START Provided entries

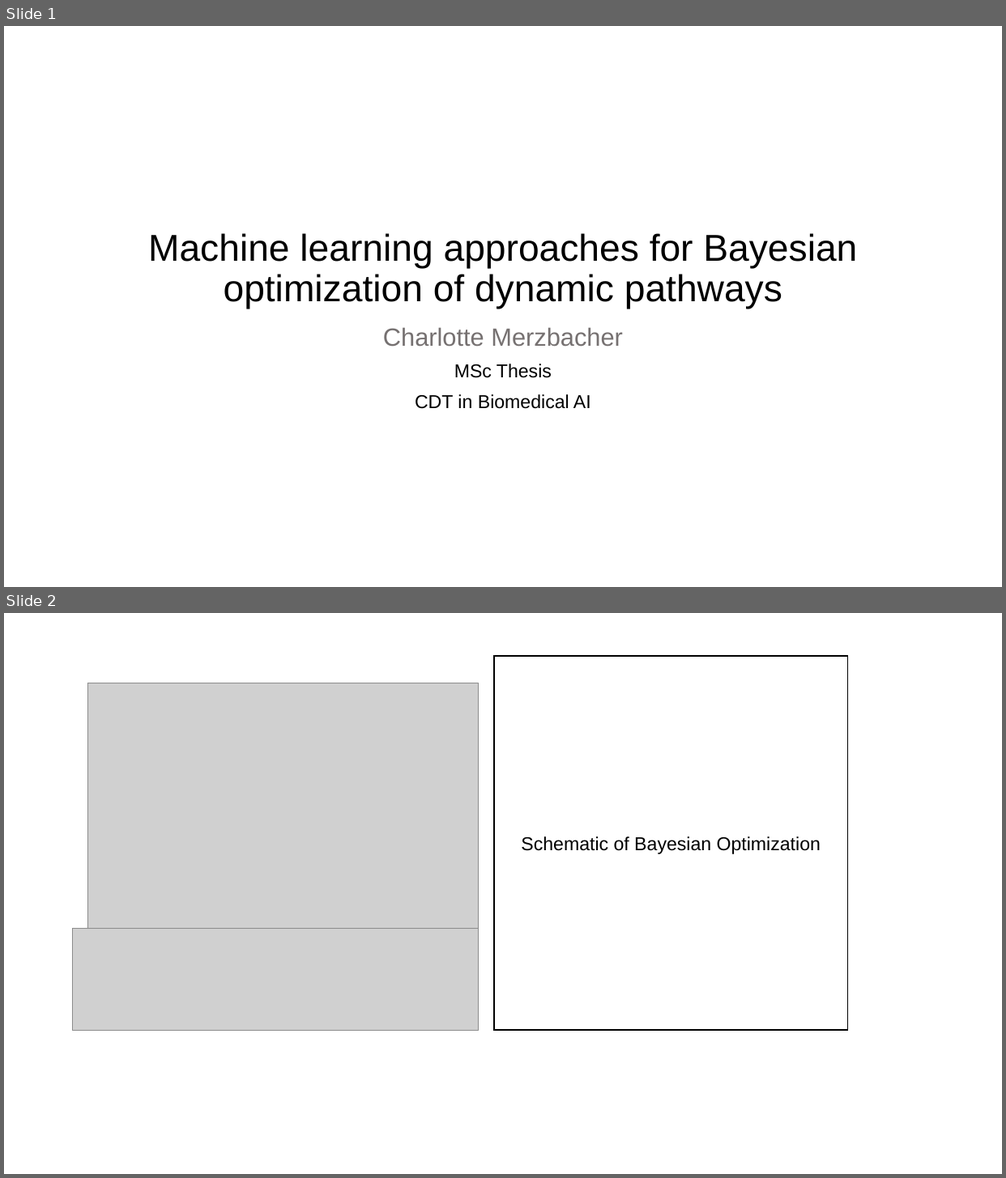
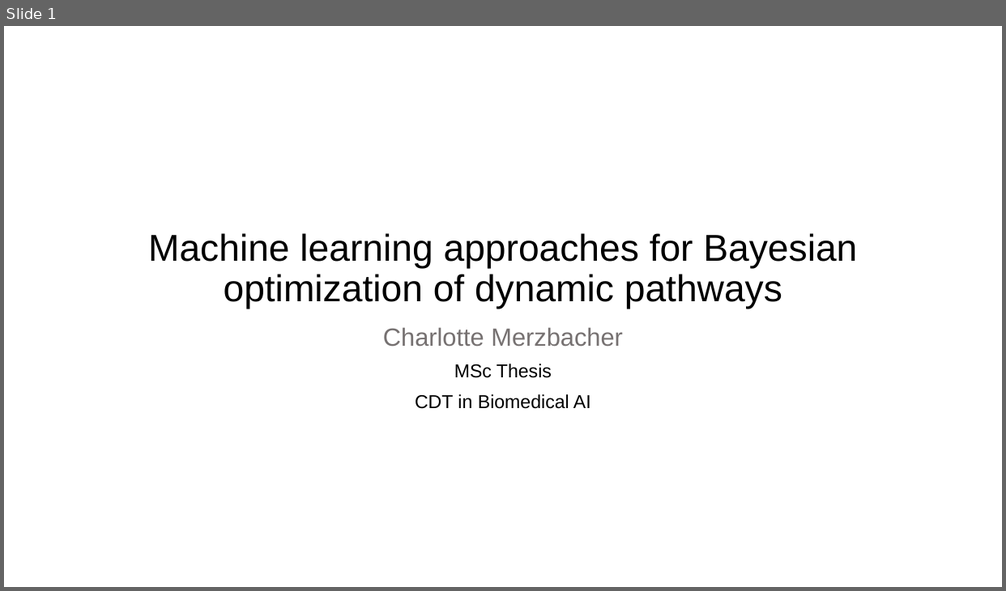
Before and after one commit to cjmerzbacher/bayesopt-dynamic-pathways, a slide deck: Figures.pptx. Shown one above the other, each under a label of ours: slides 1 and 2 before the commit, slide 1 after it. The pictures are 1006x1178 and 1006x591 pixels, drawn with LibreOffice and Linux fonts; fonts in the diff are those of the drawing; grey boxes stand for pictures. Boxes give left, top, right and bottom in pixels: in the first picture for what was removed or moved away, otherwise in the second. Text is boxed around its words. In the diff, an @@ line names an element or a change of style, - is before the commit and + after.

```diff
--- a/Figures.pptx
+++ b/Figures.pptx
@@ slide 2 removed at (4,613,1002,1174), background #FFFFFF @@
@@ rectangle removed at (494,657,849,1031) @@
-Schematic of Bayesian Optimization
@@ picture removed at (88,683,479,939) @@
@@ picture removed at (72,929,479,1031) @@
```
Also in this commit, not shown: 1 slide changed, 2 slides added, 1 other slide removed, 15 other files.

END Provided entries

**Goal of the exercise:**
When you copy the entries above, reproduce each line exactly and leave out any pictures.

**Result of this task:**
Before and after one commit to cjmerzbacher/bayesopt-dynamic-pathways, a slide deck: Figures.pptx. Shown one above the other, each under a label of ours: slides 1 and 2 before the commit, slide 1 after it. The pictures are 1006x1178 and 1006x591 pixels, drawn with LibreOffice and Linux fonts; fonts in the diff are those of the drawing; grey boxes stand for pictures. Boxes give left, top, right and bottom in pixels: in the first picture for what was removed or moved away, otherwise in the second. Text is boxed around its words. In the diff, an @@ line names an element or a change of style, - is before the commit and + after.

```diff
--- a/Figures.pptx
+++ b/Figures.pptx
@@ slide 2 removed at (4,613,1002,1174), background #FFFFFF @@
@@ rectangle removed at (494,657,849,1031) @@
-Schematic of Bayesian Optimization
@@ picture removed at (88,683,479,939) @@
@@ picture removed at (72,929,479,1031) @@
```
Also in this commit, not shown: 1 slide changed, 2 slides added, 1 other slide removed, 15 other files.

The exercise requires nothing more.